Got my order in. If it is compatible with MAC it will be a plus.

Thanks Andrew!


----------



## DMcFadden (Jan 27, 2008)

I pre-ordered it a couple of weeks ago. The Doxa folks are to be commended for publishing SO many good Calvinist resources at VERY reasonable prices. I got a pre-pub deal on the complete works of Boettner for $5 (through Rejoice software). 

Doxa also has the Founders Journal (2000-2005) for free, Dever's _Polity_ for free, _Kuyper Theological Collection _($10), _Berkhof Theology Collection _($10), _Reformed Baptist Theology _(20 titles). Additionally, they have J.P. Boice for $3.95, Horton's book on the Ten Commandments for $5.95, MacArthur's _Fools Gold_ for $7.95, _Doctrines of Grace _for $7.95, J.M. Boice on the _Parables of Jesus_ for $5.95, Machen's _Christianity and Lib_eralism for $2.95, Robertson's_ Christ of the Covenant _for $7.95, plus Sproul, Piper, Vos, James White, etc.

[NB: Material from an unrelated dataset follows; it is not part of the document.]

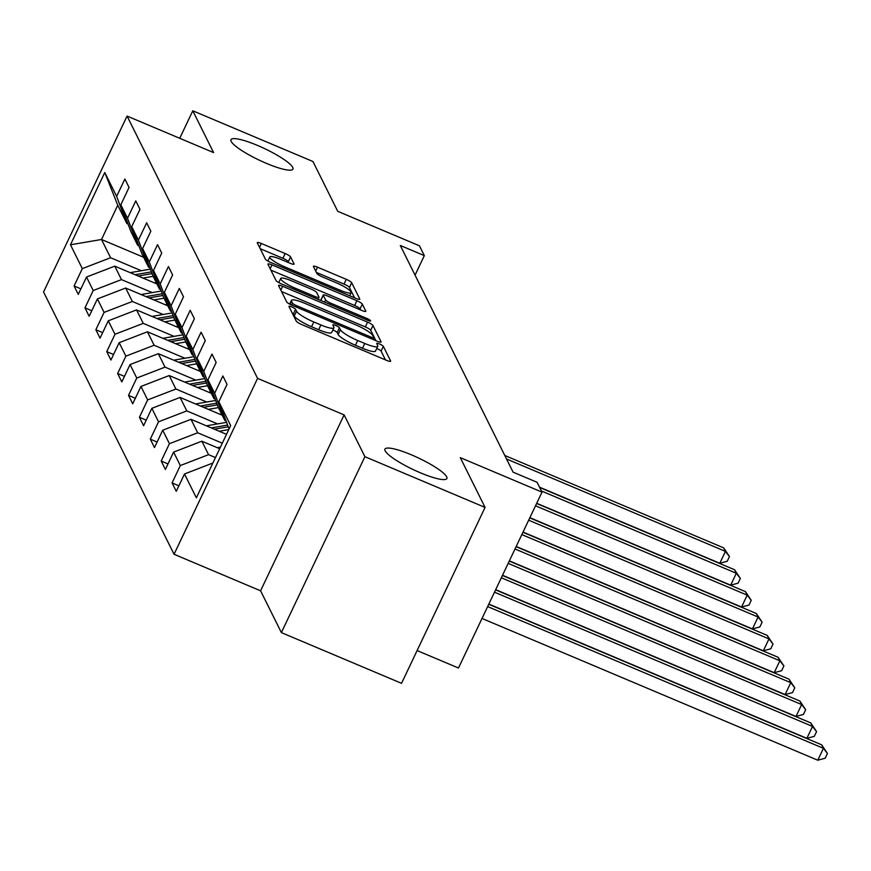 <?xml version="1.0" encoding="UTF-8"?>
<svg xmlns="http://www.w3.org/2000/svg" width="871" height="871" viewBox="0 0 871 871"><rect width="100%" height="100%" fill="white"/><g stroke="black" fill="none" stroke-linecap="round" stroke-linejoin="round"><path stroke-width="1.31" d="M291.796 306.94A3.68 0.686 25.4 0 0 288.954 306.331A3.68 0.686 25.4 0 0 288.976 306.516L296.26 321.138A5.259 0.98 25.4 0 0 301.66 324.513L386.582 360.354A5.259 0.98 25.4 0 0 390.644 361.236A5.259 0.98 25.4 0 0 390.611 360.975L383.338 346.342A3.68 0.686 25.4 0 0 379.56 343.991A3.68 0.686 25.4 0 0 376.708 343.37A3.68 0.686 25.4 0 0 376.729 343.555L377.676 345.449A16.821 3.125 25.4 0 1 377.774 346.288A16.821 3.125 25.4 0 1 364.764 343.479L357.687 340.496A16.821 3.125 25.4 0 1 340.398 329.717L339.461 327.823A3.68 0.686 25.4 0 0 335.673 325.46A3.68 0.686 25.4 0 0 332.831 324.85A3.68 0.686 25.4 0 0 332.853 325.035L333.8 326.93A16.821 3.125 25.4 0 1 333.898 327.768A16.821 3.125 25.4 0 1 320.887 324.959L313.81 321.976A16.821 3.125 25.4 0 1 296.521 311.197L295.585 309.303A3.68 0.686 25.4 0 0 291.796 306.94M385.45 359.875L381.084 351.1A3.68 0.686 25.4 0 0 377.295 348.738A3.68 0.686 25.4 0 0 376.718 348.509M377.774 346.288L375.521 351.046A16.821 3.125 25.4 0 1 362.51 348.237L355.433 345.254A16.821 3.125 25.4 0 1 338.144 334.475L337.208 332.58A3.68 0.686 25.4 0 0 333.419 330.218A3.68 0.686 25.4 0 0 332.842 329.989M266.417 163.367A34.274 6.369 25.4 0 0 292.917 169.094A34.274 6.369 25.4 0 0 257.478 145.413A34.274 6.369 25.4 0 0 230.989 139.687A34.274 6.369 25.4 0 0 266.417 163.367M420.377 472.801A34.274 6.369 25.4 0 0 446.877 478.527A34.274 6.369 25.4 0 0 411.45 454.847A34.274 6.369 25.4 0 0 384.949 449.12A34.274 6.369 25.4 0 0 420.377 472.801M290.576 256.912A5.259 0.98 25.4 0 0 285.165 253.537L261.344 243.477A5.259 0.98 25.4 0 0 257.283 242.606A5.259 0.98 25.4 0 0 257.315 242.867L265.394 259.112A5.259 0.98 25.4 0 0 270.794 262.487L355.716 298.328A5.259 0.98 25.4 0 0 359.788 299.21A5.259 0.98 25.4 0 0 359.756 298.949L351.666 282.705A5.259 0.98 25.4 0 0 346.266 279.33L317.49 267.179A5.259 0.98 25.4 0 0 313.418 266.308A5.259 0.98 25.4 0 0 313.451 266.57L316.913 273.516A5.259 0.98 25.4 0 0 322.314 276.891L336.587 282.912A14.067 2.613 25.4 0 1 351.122 292.634A14.067 2.613 25.4 0 1 340.256 290.283L284.349 266.678A14.067 2.613 25.4 0 1 269.814 256.967A14.067 2.613 25.4 0 1 280.68 259.308L289.999 263.249A5.259 0.98 25.4 0 0 294.06 264.12A5.259 0.98 25.4 0 0 294.028 263.859L290.576 256.912L288.312 261.659A5.259 0.98 25.4 0 0 282.912 258.295L260.222 248.714M364.905 456.698L344.11 414.901L260.581 590.799L281.377 632.596L364.905 456.698L485.071 507.423L460.291 457.634L542.002 492.126L537.113 482.305L513.084 472.158L400.301 245.48L424.329 255.628L419.452 245.807L337.73 211.315L312.961 161.516L192.796 110.791L179.731 138.304M344.11 414.901L257.587 378.373L127.079 116.072L213.591 152.588L192.796 110.791M282.65 286.298A5.259 0.98 25.4 0 0 278.589 285.427A5.259 0.98 25.4 0 0 278.611 285.688L286.701 301.932A5.259 0.98 25.4 0 0 292.101 305.296L377.023 341.149A5.259 0.98 25.4 0 0 381.095 342.031A5.259 0.98 25.4 0 0 381.063 341.77L372.973 325.525A5.259 0.98 25.4 0 0 367.573 322.15L282.65 286.298L280.832 290.13M276.042 280.527L267.963 264.272A5.259 0.98 25.4 0 1 267.93 264.011A5.259 0.98 25.4 0 1 271.992 264.893L356.925 300.745A5.259 0.98 25.4 0 1 362.325 304.11L365.787 311.067A5.259 0.98 25.4 0 1 365.809 311.328A5.259 0.98 25.4 0 1 361.748 310.446L327.311 295.911A5.259 0.98 25.4 0 0 323.239 295.029A5.259 0.98 25.4 0 0 323.272 295.291L325.569 299.907A5.259 0.98 25.4 0 0 330.969 303.271L366.833 318.416A3.68 0.686 25.4 0 1 370.632 320.953A3.68 0.686 25.4 0 1 367.791 320.343L281.453 283.892A5.259 0.98 25.4 0 1 276.042 280.527M485.071 507.423L401.542 683.332L281.377 632.596M257.587 378.373L174.058 554.272L43.55 291.97L127.079 116.072M80.905 288.856L74.089 285.982L78.27 294.398L86.512 277.043L93.208 290.511L84.977 307.855L89.158 316.271L97.4 298.927L104.095 312.395L95.864 329.739L100.045 338.155L108.287 320.811L114.983 334.268L106.752 351.623L110.933 360.039L119.175 342.684L125.87 356.152L117.639 373.507L121.82 381.923L130.062 364.568L136.758 378.036L128.527 395.39L132.708 403.806L140.95 386.452L147.645 399.92L139.414 417.274L143.595 425.69L151.837 408.336L158.533 421.804L150.302 439.158L154.483 447.574L162.725 430.22L169.42 443.687L161.189 461.031L165.37 469.447L173.612 452.103L180.308 465.56L172.077 482.915L176.258 491.331L184.5 473.976L196.367 497.831L230.673 425.571L218.817 401.716L227.048 384.372L222.867 375.956L214.625 393.3L224.827 420.432L218.12 406.975L207.929 379.832L216.16 362.488L211.98 354.072L203.738 371.416L213.939 398.559L207.233 385.091L197.042 357.959L205.273 340.605L201.092 332.189L192.85 349.543L203.052 376.675L196.345 363.207L186.154 336.075L194.385 318.721L190.205 310.305L181.963 327.659L192.164 354.791L185.458 341.323L175.267 314.191L183.498 296.837L179.317 288.421L171.075 305.775L181.266 332.907L174.57 319.439L164.379 292.308L172.61 274.953L168.43 266.537L160.188 283.892L170.378 311.023L163.683 297.555L153.492 270.424L161.723 253.069L157.542 244.653L149.3 262.008L159.491 289.139L152.795 275.672L142.604 248.54L150.835 231.196L146.655 222.78L138.413 240.124L148.603 267.255L141.908 253.799L131.717 226.667L139.948 209.312L135.767 200.896L127.525 218.251L137.716 245.382L131.02 231.915L120.819 204.783L129.06 187.428L124.88 179.012L116.638 196.367L126.828 223.499L117.759 205.262L101.504 239.492L110.584 257.729L141.374 270.729M74.089 285.982L82.32 268.627L70.464 244.784L104.77 172.512L116.638 196.367M120.819 204.783L127.525 218.251M131.717 226.667L138.413 240.124M142.604 248.54L149.3 262.008M153.492 270.424L160.188 283.892M164.379 292.308L171.075 305.775M175.267 314.191L181.963 327.659M186.154 336.075L192.85 349.543M197.042 357.959L203.738 371.416M207.929 379.832L214.625 393.3M152.262 292.612L121.472 279.613L114.765 266.145L156.9 283.924M138.935 245.894L137.716 245.382M114.765 266.145L86.512 277.043M121.472 279.613L93.208 290.511M163.149 314.485L132.359 301.486L125.653 288.029L167.787 305.808M149.823 267.778L148.603 267.255M125.653 288.029L97.4 298.927M132.359 301.486L104.095 312.395M174.037 336.369L143.247 323.37L136.54 309.902L178.675 327.692M160.71 289.662L159.491 289.139M136.54 309.902L108.287 320.811M143.247 323.37L114.983 334.268M184.924 358.253L154.134 345.254L147.428 331.786L189.562 349.576M171.598 311.535L170.378 311.023M147.428 331.786L119.175 342.684M154.134 345.254L125.87 356.152M195.812 380.137L165.022 367.137L158.315 353.67L200.45 371.46M182.485 333.419L181.266 332.907M158.315 353.67L130.062 364.568M165.022 367.137L136.758 378.036M206.699 402.021L175.909 389.021L169.203 375.553L211.337 393.344M193.373 355.303L192.164 354.791M169.203 375.553L140.95 386.452M175.909 389.021L147.645 399.92M217.587 423.905L186.797 410.905L180.09 397.437L222.225 415.227M204.26 377.187L203.052 376.675M180.09 397.437L151.837 408.336M186.797 410.905L158.533 421.804M222.312 443.187L197.684 432.778L190.978 419.321L226.525 434.324M215.148 399.07L213.939 398.559M190.978 419.321L162.725 430.22M197.684 432.778L169.42 443.687M215.475 457.58L208.572 454.662L201.865 441.194L219.688 448.717M226.035 420.954L224.827 420.432M201.865 441.194L173.612 452.103M208.572 454.662L180.308 465.56M229.062 428.968L218.817 401.716M212.753 463.078L184.5 473.976M417.1 650.561L458.484 668.024L542.002 492.126M260.581 590.799L174.058 554.272M415.064 275.149L424.329 255.628M143.639 257.283L101.504 239.492L70.464 244.784M128.048 224.01L126.828 223.499M104.77 172.512L117.759 205.262M110.584 257.729L82.32 268.627M178.893 485.8L172.077 482.915M168.005 463.916L161.189 461.031M157.118 442.033L150.302 439.158M146.23 420.149L139.414 417.274M135.343 398.265L128.527 395.39M124.455 376.381L117.639 373.507M113.568 354.508L106.752 351.623M102.68 332.624L95.864 329.739M91.793 310.74L84.977 307.855M292.264 313.125A3.68 0.686 25.4 0 1 293.32 314.05L294.267 315.944A16.821 3.125 25.4 0 0 311.557 326.723L313.81 321.976M333.898 327.768L331.633 332.526A16.821 3.125 25.4 0 1 318.634 329.717L311.557 326.723M375.891 340.67L370.719 330.272A5.259 0.98 25.4 0 0 365.319 326.908L281.529 291.535M292.547 303.206A3.68 0.686 25.4 0 0 296.336 305.569L370.883 337.033A3.68 0.686 25.4 0 0 373.724 337.643A3.68 0.686 25.4 0 0 373.703 337.469L372.712 335.466A16.821 3.125 25.4 0 0 355.422 324.687L304.458 303.173A16.821 3.125 25.4 0 0 291.458 300.364A16.821 3.125 25.4 0 0 291.556 301.214L292.547 303.206L291.654 305.1M270.87 270.119L354.66 305.492L356.925 300.745M360.616 309.967L360.061 308.867A5.259 0.98 25.4 0 0 354.66 305.492M321.214 299.646A5.259 0.98 25.4 0 0 320.985 299.787A5.259 0.98 25.4 0 0 321.018 300.049L321.366 300.745M291.567 280.821A14.067 2.613 25.4 0 0 280.702 278.47A14.067 2.613 25.4 0 0 295.236 288.192L314.932 296.499A5.259 0.98 25.4 0 0 318.993 297.381A5.259 0.98 25.4 0 0 318.96 297.12L316.674 292.504A5.259 0.98 25.4 0 0 311.263 289.139L291.567 280.821M288.867 262.77L288.312 261.659M354.584 297.849L349.413 287.452A5.259 0.98 25.4 0 0 344.012 284.088L316.369 272.416M482.011 618.464L817.771 760.209L823.422 748.32L821.669 744.814L488.751 604.278M487.651 606.586L823.422 748.32L827.45 753.469L825.196 758.227L817.771 760.209M821.669 744.814L827.45 753.469M217.402 447.759A14.197 13.577 -26.5 0 1 218.588 447.498L220.417 447.182M488.849 604.071L806.884 738.325L812.534 726.436L810.781 722.93L495.588 589.874M494.488 592.182L812.534 726.436L816.563 731.596L814.309 736.343L806.884 738.325M810.781 722.93L816.563 731.596M219.22 431.232L228.768 429.577M206.514 425.875A14.197 13.577 -26.5 0 1 207.701 425.614L226.569 422.348M495.686 589.667L795.996 716.441L801.647 704.563L799.894 701.057L502.425 575.47M214.353 429.185L228.235 426.779M227.581 425.059L211.283 427.89M501.326 577.778L801.647 704.563L805.675 709.713L803.421 714.46L795.996 716.441M799.894 701.057L805.675 709.713M219.721 414.161L221.539 413.845M208.332 409.359L218.436 407.606M195.627 403.992A14.197 13.577 -26.5 0 1 196.813 403.73L215.681 400.464M502.523 575.263L785.109 694.557L790.759 682.679L789.006 679.173L509.263 561.076M203.466 407.301L217.347 404.895M216.694 403.175L200.395 406.006M508.163 563.385L790.759 682.679L794.788 687.829L792.534 692.587L785.109 694.557M789.006 679.173L794.788 687.829M208.833 392.277L210.651 391.961M197.445 387.475L207.548 385.722M184.728 382.108A14.197 13.577 -26.5 0 1 185.926 381.846L204.794 378.58M509.361 560.87L774.221 672.684L779.872 660.795L778.119 657.289L516.1 546.672M192.578 385.418L206.46 383.011M205.806 381.302L189.508 384.122M515.001 548.98L779.872 660.795L783.9 665.945L781.646 670.703L774.221 672.684M778.119 657.289L783.9 665.945M197.946 370.404L199.764 370.088M186.557 365.591L196.661 363.838M173.841 360.224A14.197 13.577 -26.5 0 1 175.038 359.963L193.906 356.696M516.198 546.465L763.334 650.8L768.984 638.911L767.231 635.405L522.938 532.279M181.691 363.534L195.572 361.127M194.919 359.418L178.62 362.238M521.838 534.587L768.984 638.911L773.013 644.061L770.759 648.819L763.334 650.8M767.231 635.405L773.013 644.061M187.058 348.52L188.876 348.204M175.67 343.707L185.773 341.955M162.953 338.34A14.197 13.577 -26.5 0 1 164.151 338.09L183.008 334.812M523.036 532.072L752.446 628.916L758.097 617.027L756.344 613.522L529.775 517.875M170.803 341.661L184.685 339.255M184.031 337.534L167.733 340.354M528.675 520.183L758.097 617.027L762.125 622.177L759.871 626.935L752.446 628.916M756.344 613.522L762.125 622.177M176.171 326.636L177.989 326.32M164.782 321.824L174.886 320.071M152.066 316.456A14.197 13.577 -26.5 0 1 153.263 316.206L172.12 312.929M529.873 517.668L741.559 607.033L747.209 595.143L745.456 591.638L536.612 503.482M159.916 319.777L173.797 317.371M173.144 315.65L156.845 318.481M535.513 505.79L747.209 595.143L751.238 600.304L748.984 605.051L741.559 607.033M745.456 591.638L751.238 600.304M165.283 304.752L167.101 304.436M153.895 299.94L163.998 298.187M141.178 294.583A14.197 13.577 -26.5 0 1 142.376 294.322L161.233 291.056M536.71 503.275L730.671 585.149L736.322 573.27L734.569 569.754L539.693 487.499M149.028 297.893L162.91 295.487M162.256 293.767L145.958 296.597M541.446 491.004L736.322 573.27L740.35 578.42L738.096 583.167L730.671 585.149M734.569 569.754L740.35 578.42M154.396 282.868L156.214 282.552M143.007 278.056L153.111 276.314M130.291 272.699A14.197 13.577 -26.5 0 1 131.488 272.438L150.345 269.172M539.541 487.183L719.784 563.265L725.434 551.387L723.681 547.881L504.777 455.468M138.141 276.009L152.022 273.603M151.369 271.883L135.07 274.713M506.519 458.973L725.434 551.387L729.463 556.536L727.209 561.283L719.784 563.265M723.681 547.881L729.463 556.536M294.267 315.944L296.521 311.197M318.634 329.717L320.887 324.959M337.208 332.58L339.461 327.823M338.144 334.475L340.398 329.717M355.433 345.254L357.687 340.496M362.51 348.237L364.764 343.479M381.084 351.1L383.338 346.342M293.32 314.05L295.585 309.303M365.319 326.908L367.573 322.15M370.719 330.272L372.973 325.525M295.726 306.832L296.336 305.569M370.273 338.307L370.883 337.033M290.065 304.349L291.556 301.214M270.173 268.725L271.992 264.893M360.061 308.867L362.325 304.11M321.018 300.049L323.272 295.291M324.535 302.085L325.569 299.907M330.37 304.545L330.969 303.271M366.223 319.679L366.833 318.416M294.638 289.455L295.236 288.192M314.333 297.773L314.932 296.499M283.739 267.952L284.349 266.678M339.646 291.545L340.256 290.283M315.672 271.012L317.49 267.179M344.012 284.088L346.266 279.33M349.413 287.452L351.666 282.705M259.525 247.31L261.344 243.477M282.912 258.295L285.165 253.537M218.588 447.498L219.067 448.456M207.701 425.614L208.18 426.583M196.813 403.73L197.292 404.699M185.926 381.846L186.405 382.815M175.038 359.963L175.517 360.932M164.151 338.09L164.63 339.048M153.263 316.206L153.742 317.164M142.376 294.322L142.855 295.291M131.488 272.438L131.967 273.407M372.886 339.407L373.724 337.643M289.673 304.131L291.458 300.364M320.985 299.787L323.239 295.029M278.753 282.574L280.702 278.47M318.067 299.352L318.993 297.381M267.876 261.039L269.814 256.967M349.641 295.759L351.122 292.634"/></g></svg>

When you consider that the Bible Explorer (Cross) engine is available gratis, and that they have more than 150 books available for free for that program, and you have even more reason to take advantage of the Doxa books (Welcome to Doxa Digital Press!).


----------



## VirginiaHuguenot (Feb 24, 2008)

Just a reminder...shipping commences February 29, 2008.


----------



## Reformed Musings (Feb 24, 2008)

Ordered mine weeks ago. Anxiously awaiting. Just wish it was available for non-Windoze platforms.


----------



## VirginiaHuguenot (Mar 3, 2008)

The shipping date has been bumped to March 28, 2008.


----------



## Reformed Musings (Mar 3, 2008)

Deferred gratification is the insidious crippler of youth!


----------



## VirginiaHuguenot (May 8, 2008)

The current shipping date is May 9, 2008.


----------



## lwadkins (May 14, 2008)

Has anyone received this yet?


----------



## Jerusalem Blade (May 14, 2008)

_*Is*_ it compatible with Macs?


----------



## Reformed Musings (May 14, 2008)

lwadkins said:


> Has anyone received this yet?



No. I'm beginning to wonder if it's a legitimate offer. I sent an email inquiring a while back and never received a response.


----------



## VirginiaHuguenot (May 14, 2008)

Reformed Musings said:


> lwadkins said:
> 
> 
> > Has anyone received this yet?
> ...



Hmm.


----------



## DMcFadden (May 15, 2008)

Yes, guys, it is legitimate. I have ordered more than three dozen books from Doxa and found them to be VERY good and quite reasonable.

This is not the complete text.